Minimum base quality score for calling a genotype. The minimum base quality score necessary for a base to be considered when calling a genotype. This argument is passed to the Unified Genotyper.
Generate a VCF file with the variants considered by the walker, with a new annotation "callStatus" which will carry the value called in the validation VCF or BAM file. The optional output file that will have all the variants used in the Genotype and Validation essay.
Use the calls on the reads (bam file) as the truth dataset and validate the calls on the VCF. Makes the Unified Genotyper calls to the BAM file the truth dataset and validates the alleles ROD binding callset.
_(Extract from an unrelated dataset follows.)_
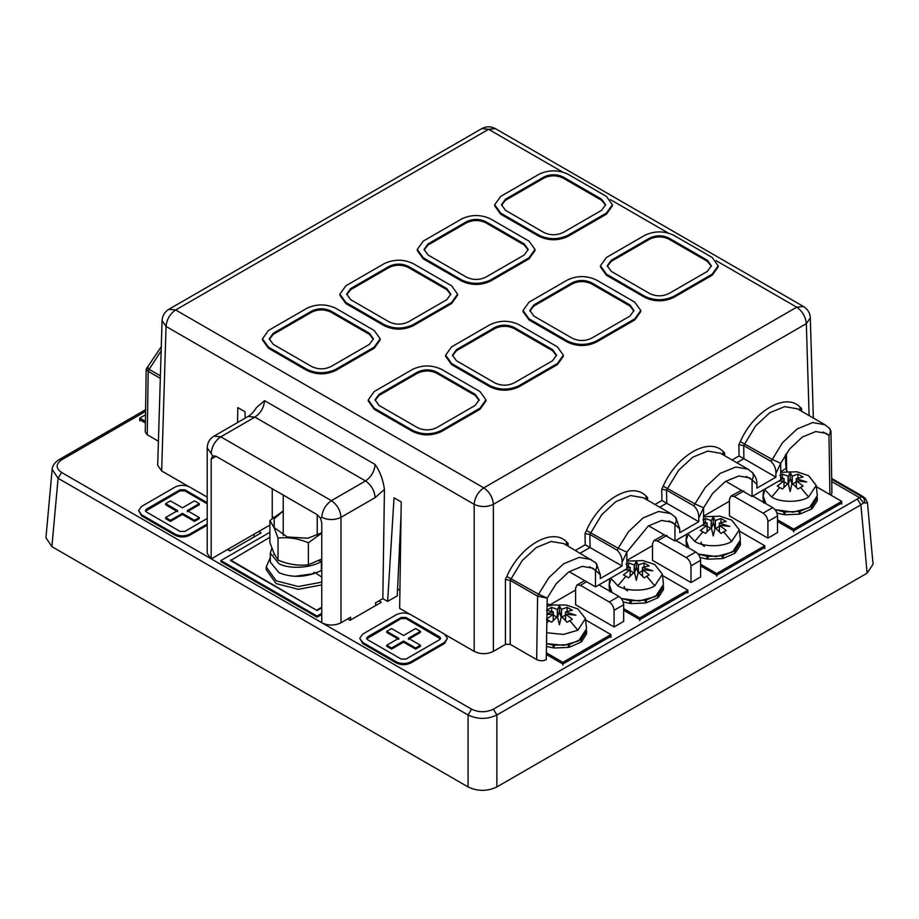<?xml version="1.0" encoding="UTF-8"?>
<svg xmlns="http://www.w3.org/2000/svg" width="919" height="919" viewBox="0 0 919 919"><rect width="100%" height="100%" fill="white"/><g stroke="black" fill="none" stroke-linecap="round" stroke-linejoin="round"><path stroke-width="1.38" d="M580.417 585.323L577.017 584.978L575.604 588.091L575.604 604.748L614.064 626.953L623.679 621.405L623.679 604.748L614.064 610.296C613.766 606.781 612.157 604.001 609.263 601.968L580.417 585.323L586.598 581.75M623.679 604.748C623.381 601.221 621.772 598.453 618.878 596.42L598.924 584.898M614.064 626.953L614.064 610.296M652.524 560.337L690.985 582.543L690.985 565.886C690.686 562.371 689.078 559.591 686.183 557.557L657.338 540.912L653.937 540.567L652.524 543.68L652.524 560.337M675.844 540.487L695.798 552.009C698.693 554.042 700.301 556.811 700.6 560.337L700.6 576.994L690.985 582.543M729.445 515.927L767.905 538.132L767.905 521.475C767.606 517.96 765.998 515.18 763.103 513.158L734.258 496.501L730.858 496.157L729.445 499.27L729.445 515.927M752.764 496.076L772.718 507.598C775.613 509.631 777.221 512.4 777.52 515.927L777.52 532.583L767.905 538.132M272.242 516.639L273.54 517.386M139.791 419.753L145.397 422.981M786.607 468.173L780.713 471.619M777.52 521.475L793.625 530.78L841.701 503.026M729.445 501.211L703.724 516.064M700.6 565.886L716.705 575.191L764.78 547.425M652.524 545.622L626.873 560.441M623.679 610.296L639.785 619.601L687.86 591.836M575.604 590.032L549.884 604.886M546.357 654.477L562.865 664.012L610.94 636.247M397.559 588.999L399.914 590.354M321.765 614.466L317.055 617.177L220.905 561.67L220.905 560.556L269.899 532.273M207.2 497.133L189.659 487.001C184.845 484.761 180.032 484.761 175.23 487.001L141.572 506.438L138.585 510.596L141.572 515.869L175.23 535.295C180.032 537.546 184.845 537.546 189.659 535.295L207.2 525.163M359.743 638.28L362.729 643.553L396.376 662.978C401.189 665.23 405.991 665.23 410.804 662.978L410.804 661.864C405.991 664.115 401.189 664.115 396.376 661.864L362.729 642.438L359.743 638.28L362.729 634.11L396.376 614.685C401.189 612.433 405.991 612.433 410.804 614.685L444.451 634.11L447.438 638.28L444.451 642.438L410.804 661.864M410.804 662.978L444.451 643.553L447.438 638.28M347.646 618.946L350.047 620.336L381.293 602.301L378.892 600.911M227.452 549.562L229.853 550.952L261.111 532.905L258.698 531.515M145.57 411.367L61.584 459.856L59.115 459.615C54.761 462.349 52.452 465.588 52.153 469.322L58.092 478.294L61.584 472.458L209.911 558.097M860.241 494.927L865.33 498.351L867.479 502.854L873.05 564.243L867.111 573.18L496.88 786.928C487.277 791.489 477.685 791.489 468.081 786.928L468.081 714.993C477.685 719.497 487.277 719.497 496.88 714.993L493.4 709.158C486.117 712.581 478.845 712.581 471.562 709.158L468.081 714.993L58.092 478.294L51.889 546.644L45.95 537.718L52.153 469.322M867.111 573.18L860.908 504.83L863.538 502.946L859.391 497.57L862.125 496.869C864.193 498.236 864.917 500.258 864.297 502.934L867.479 502.854M653.937 540.567L664.15 534.778M730.858 496.157L741.392 490.309M317.055 617.177L317.055 616.075L220.905 560.556M321.765 613.352L317.055 616.075M175.23 535.295L175.23 534.192C180.032 536.432 184.845 536.432 189.659 534.192L207.2 524.06M175.23 534.192L141.572 514.755L138.585 510.596M468.081 786.928L51.889 546.644M863.538 502.946L864.297 502.934M859.77 494.652L831.684 478.443L859.77 494.652C864.193 497.248 864.986 497.983 862.125 496.869L831.706 479.293M321.765 607.804L317.055 610.515L230.52 560.556L269.899 537.27M207.2 503.796L184.845 490.884L184.845 489.781L207.2 502.693M184.845 489.781L180.032 489.781L146.385 509.206L145.386 510.596L146.385 511.986L180.032 531.412L184.845 531.412L207.2 518.5M439.65 639.658L405.991 659.095L401.189 659.095L367.531 639.658L366.543 638.28L367.531 636.89L401.189 617.453L405.991 617.453L439.65 636.89L440.638 638.28L439.65 639.658M184.845 490.884L180.032 490.884L145.524 511.148M440.5 638.831L405.991 618.567L401.189 618.567L366.681 638.831M177.631 511.711L165.615 504.772L165.615 503.658L177.631 510.596L165.615 517.535L165.615 518.649L170.417 521.418L182.444 514.479L194.46 521.418L199.274 518.649L199.274 517.535L187.246 510.596L199.274 503.658L199.274 504.772L187.246 511.711M398.789 639.383L386.761 632.444L386.761 631.342L398.789 638.28L386.761 645.218L386.761 646.321L391.574 649.101L403.59 642.163L415.606 649.101L420.42 646.321L420.42 645.218L408.404 638.28L420.42 631.342L420.42 632.444L408.404 639.383M194.46 521.418L194.46 520.315L199.274 517.535M182.444 514.479L182.444 513.376L194.46 520.315M170.417 521.418L170.417 520.315L182.444 513.376M165.615 517.535L170.417 520.315M199.274 503.658L194.46 500.878L182.444 507.816L170.417 500.878L165.615 503.658M415.606 649.101L415.606 647.987L420.42 645.218M415.606 647.987L403.59 641.048L391.574 647.987L391.574 649.101M403.59 642.163L403.59 641.048M386.761 645.218L391.574 647.987M420.42 631.342L415.606 628.562L403.59 635.5L391.574 628.562L386.761 631.342M139.791 420.856L139.791 418.088L145.524 414.779M145.42 421.339L139.791 418.088M793.625 531.883L793.625 529.114L777.52 519.809M841.701 504.129L841.701 501.36L793.625 529.114M816.359 486.725L841.701 501.36M780.713 471.688L781.472 472.125M716.705 576.293L716.705 573.525L700.6 564.22M764.78 548.54L764.78 545.76L716.705 573.525M739.439 531.136L764.78 545.76M703.586 515.984L704.551 516.535M639.785 620.704L639.785 617.936L623.679 608.631M687.86 592.95L687.86 590.17L639.785 617.936M662.507 575.535L687.86 590.17M626.873 560.51L627.62 560.946M562.865 665.115L562.865 662.346L546.38 652.823M610.94 637.361L610.94 634.581L562.865 662.346M585.587 619.946L610.94 634.581M547.104 604.828L548.436 604.059L550.699 605.357M294.988 576.282L312.242 573.881L314.528 572.25M270.312 557.615L266.234 566.943L266.234 569.723L276.194 583.599L298.284 589.309L321.765 584.909M266.234 566.943L276.194 580.819L298.284 586.54L321.765 582.129M274.367 554.203L273.713 554.662M317.055 610.515L230.52 560.004M321.765 607.241L317.055 609.963M494.686 204.742L494.686 205.856L500.66 214.184L539.12 236.39C548.735 240.881 558.35 240.881 567.965 236.39L606.425 214.184L612.399 205.856L612.399 204.742L606.425 196.413L567.965 174.208C558.35 169.716 548.735 169.716 539.12 174.208L500.66 196.413L494.686 204.742L500.66 213.07L539.12 235.275C548.735 239.767 558.35 239.767 567.965 235.275L606.425 213.07L612.399 204.742M601.623 210.302L563.163 232.496C556.753 235.494 550.343 235.494 543.922 232.496L505.461 210.302L501.487 204.742L505.461 199.193L543.922 176.988C550.343 173.99 556.753 173.99 563.163 176.988L601.623 199.193L605.598 204.742L601.623 210.302M605.564 205.305L601.623 200.308L563.163 178.102C556.753 175.104 550.343 175.104 543.922 178.102L505.461 200.308L501.521 205.305M528.161 249.991L524.221 244.994L485.76 222.789C479.35 219.79 472.94 219.79 466.53 222.789L466.53 221.674L428.059 243.88L424.084 249.428L428.059 254.988L466.53 277.193C472.94 280.18 479.35 280.18 485.76 277.193L524.221 254.988L528.195 249.428L524.221 243.88L485.76 221.674C479.35 218.676 472.94 218.676 466.53 221.674M424.118 249.991L428.059 244.994L466.53 222.789M417.283 249.428L417.283 250.542L423.257 258.871L461.717 281.076C471.332 285.568 480.947 285.568 490.562 281.076L490.562 279.962L529.022 257.757L534.996 249.428L529.022 241.111L490.562 218.906C480.947 214.403 471.332 214.403 461.717 218.906L423.257 241.111L417.283 249.428L423.257 257.757L461.717 279.962C471.332 284.453 480.947 284.453 490.562 279.962M490.562 281.076L529.022 258.871L534.996 250.542L534.996 249.428M339.881 294.126L339.881 295.229L345.854 303.557L384.314 325.763C393.929 330.254 403.544 330.254 413.159 325.763L413.159 324.648L451.62 302.443L457.593 294.126L451.62 285.798L413.159 263.592C403.544 259.101 393.929 259.101 384.314 263.592L345.854 285.798L339.881 294.126L345.854 302.443L384.314 324.648C393.929 329.14 403.544 329.14 413.159 324.648M413.159 325.763L451.62 303.557L457.593 295.229L457.593 294.126M262.478 338.812L262.478 339.915L268.451 348.244L306.912 370.449C316.527 374.941 326.142 374.941 335.757 370.449L335.757 369.335L374.217 347.129L380.19 338.812L374.217 330.484L335.757 308.279C326.142 303.787 316.527 303.787 306.912 308.279L268.451 330.484L262.478 338.812L268.451 347.129L306.912 369.335C316.527 373.838 326.142 373.838 335.757 369.335M335.757 370.449L374.217 348.244L380.19 339.915L380.19 338.812M600.452 265.809L600.452 266.924L606.425 275.24L644.885 297.446C654.5 301.937 664.115 301.937 673.73 297.446L673.73 296.343L712.191 274.138L718.164 265.809L712.191 257.481L673.73 235.275C664.115 230.784 654.5 230.784 644.885 235.275L606.425 257.481L600.452 265.809L606.425 274.138L644.885 296.343C654.5 300.835 664.115 300.835 673.73 296.343M673.73 297.446L712.191 275.24L718.164 266.924L718.164 265.809M523.049 310.496L523.049 311.61L529.022 319.938L567.482 342.144C577.098 346.635 586.713 346.635 596.328 342.144L596.328 341.029L634.788 318.824L640.761 310.496L634.788 302.167L596.328 279.962C586.713 275.47 577.098 275.47 567.482 279.962L529.022 302.167L523.049 310.496L529.022 318.824L567.482 341.029C577.098 345.521 586.713 345.521 596.328 341.029M596.328 342.144L634.788 319.938L640.761 311.61L640.761 310.496M445.646 355.182L445.646 356.296L451.62 364.625L490.08 386.83C499.695 391.322 509.31 391.322 518.925 386.83L518.925 385.716L557.385 363.51L563.358 355.182L557.385 346.854L518.925 324.648C509.31 320.157 499.695 320.157 490.08 324.648L451.62 346.854L445.646 355.182L451.62 363.51L490.08 385.716C499.695 390.207 509.31 390.207 518.925 385.716M518.925 386.83L557.385 364.625L563.358 356.296L563.358 355.182M368.243 399.868L368.243 400.983L374.217 409.311L412.677 431.516C422.292 436.008 431.907 436.008 441.522 431.516L441.522 430.402L479.982 408.197L485.956 399.868L479.982 391.54L441.522 369.335C431.907 364.843 422.292 364.843 412.677 369.335L374.217 391.54L368.243 399.868L374.217 408.197L412.677 430.402C422.292 434.894 431.907 434.894 441.522 430.402M441.522 431.516L479.982 409.311L485.956 400.983L485.956 399.868M350.61 620.015L350.61 617.235L340.995 622.795L340.995 517.317C340.386 510.263 337.181 504.715 331.38 500.66L220.801 436.824L254.942 417.111C260.663 413.125 263.868 407.645 264.557 400.65L256.458 407.577M375.607 605.575L375.607 602.807L382.821 598.637L387.623 601.417L397.238 595.868L401.052 514.456M253.977 534.249L253.977 537.018M228.98 548.677L228.98 550.435M272.242 488.724L272.242 518.477M207.2 447.921L211.186 453.469C211.795 446.427 215 440.879 220.801 436.824L214.001 436.146C209.693 438.788 207.418 442.717 207.2 447.921L207.2 553.399L211.186 558.947L269.899 525.059M211.186 558.947L211.186 459.029L212.703 455.858L215.999 456.249L316.952 514.537L320.455 518.063L321.765 522.865L321.765 622.795C328.175 625.782 334.585 625.782 340.995 622.795M387.623 601.417L394.033 497.799L401.235 501.958L399.65 608.355L409.506 614.053M237.561 422.545L237.78 407.588L244.994 411.746L245.178 418.145M382.821 598.637L384.452 489.436C383.074 479.672 379.961 471.355 375.136 464.486L264.557 400.65M506.266 643.943L493.388 651.376C486.978 654.42 480.568 654.42 474.17 651.376L445.543 634.857M188.361 486.369L161.664 470.965L166.04 326.429C166.73 319.444 169.923 313.953 175.655 309.967L488.586 129.303L495.387 128.626L803.516 306.521L796.716 307.199L716.119 260.663M562.451 171.945L488.586 129.303L481.786 128.626L168.855 309.301C164.673 311.851 162.41 315.631 162.066 320.662L157.689 465.278L161.664 470.965M829.903 494.537L828.995 435.411L830.971 431.252L829.8 428.587L824.848 424.693L797.336 408.806L784.677 406.646L769.927 412.654L755.717 425.738L743.678 445.6L738.876 444.727L740.3 441.637C753.695 410.839 786.032 392.172 800.104 407.117L801.552 408.484L800.587 410.678M824.848 424.693L812.672 422.568L797.118 428.978L782.402 442.82L771.098 461.43L743.701 445.612L743.896 458.696L739.048 455.939L732.064 459.971M752.971 473.078L747.963 469.149L720.45 453.262L707.756 451.091L692.937 457.088L678.67 470.195L666.551 490.126L666.769 503.221M723.69 455.135L724.666 452.918L723.161 451.516C708.997 436.651 676.671 455.307 663.185 486.14L661.749 489.241L666.574 490.137L693.971 505.955C697.383 509.425 698.98 513.411 698.773 517.891L698.773 521.705L661.921 500.476L654.971 504.485M673.983 516.03C676.637 518.052 676.958 520.832 674.948 524.358L679.75 528.976L675.89 517.673L670.744 513.583L643.231 497.707L630.629 495.559L615.925 501.567L601.796 514.629L589.837 534.433M646.562 499.626L647.539 497.478L646.068 496.065C632.088 481.039 599.739 499.718 586.448 530.493L585.035 533.56L589.86 534.444L590.055 547.506M585.035 533.56L585.208 544.76L622.06 565.989L622.06 562.29C622.278 557.776 620.681 553.766 617.258 550.263L589.86 534.444M594.524 561.888C597.178 563.921 597.499 566.701 595.489 570.228L600.302 574.8L596.408 563.519L595.363 562.52L563.829 543.623L551.17 541.463L536.42 547.471L522.21 560.544L510.194 580.36L510.229 644.334L505.416 644.288L505.416 579.452L510.229 580.371L537.615 596.19L536.662 659.601L510.229 644.334M505.416 579.452L506.794 576.454C520.188 545.656 552.526 526.978 566.598 541.923L568.08 543.336L567.103 545.518M659.739 507.231L666.723 503.198M736.831 462.716L743.862 458.673L775.9 477.168L775.9 473.411C776.118 468.92 774.51 464.922 771.098 461.43M211.186 453.469L212.703 455.858M375.136 464.486C374.447 471.481 371.242 476.972 365.521 480.947L331.38 500.66C325.579 504.715 322.374 510.263 321.765 517.317L320.455 518.063M446.818 299.674L408.358 321.88C401.948 324.866 395.538 324.866 389.128 321.88L350.667 299.674L346.681 294.126L350.667 288.566L389.128 266.361C395.538 263.374 401.948 263.374 408.358 266.361L446.818 288.566L450.792 294.126L446.818 299.674M450.758 294.677L446.818 289.68L408.358 267.475C401.948 264.477 395.538 264.477 389.128 267.475L350.667 289.68L346.716 294.677M369.415 344.361L330.955 366.566C324.545 369.564 318.135 369.564 311.725 366.566L273.265 344.361L269.278 338.812L273.265 333.252L311.725 311.047C318.135 308.06 324.545 308.06 330.955 311.047L369.415 333.252L373.39 338.812L369.415 344.361M373.355 339.364L369.415 334.367L330.955 312.161C324.545 309.163 318.135 309.163 311.725 312.161L273.265 334.367L269.313 339.364M707.389 271.358L668.929 293.563C662.519 296.561 656.109 296.561 649.699 293.563L611.238 271.358L607.252 265.809L611.238 260.261L649.699 238.055C656.109 235.057 662.519 235.057 668.929 238.055L707.389 260.261L711.363 265.809L707.389 271.358M711.329 266.361L707.389 261.364L668.929 239.158C662.519 236.172 656.109 236.172 649.699 239.158L611.238 261.364L607.287 266.361M629.986 316.044L591.526 338.249C585.116 341.248 578.706 341.248 572.296 338.249L533.836 316.044L529.849 310.496L533.836 304.947L572.296 282.742C578.706 279.744 585.116 279.744 591.526 282.742L629.986 304.947L633.961 310.496L629.986 316.044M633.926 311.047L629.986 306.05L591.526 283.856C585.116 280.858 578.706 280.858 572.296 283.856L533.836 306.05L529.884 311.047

the minimum phred-scaled Qscore threshold to separate high confidence from low confidence calls. the minimum phred-scaled Qscore threshold to separate high confidence from low confidence calls. This argument is passed to the Unified Genotyper.
the minimum phred-scaled Qscore threshold to emit low confidence calls. the minimum phred-scaled Qscore threshold to emit low confidence calls. This argument is passed to the Unified Genotyper.
GATK version 2.8-1-g2a26ec9 built at 2013/12/06 16:54:02.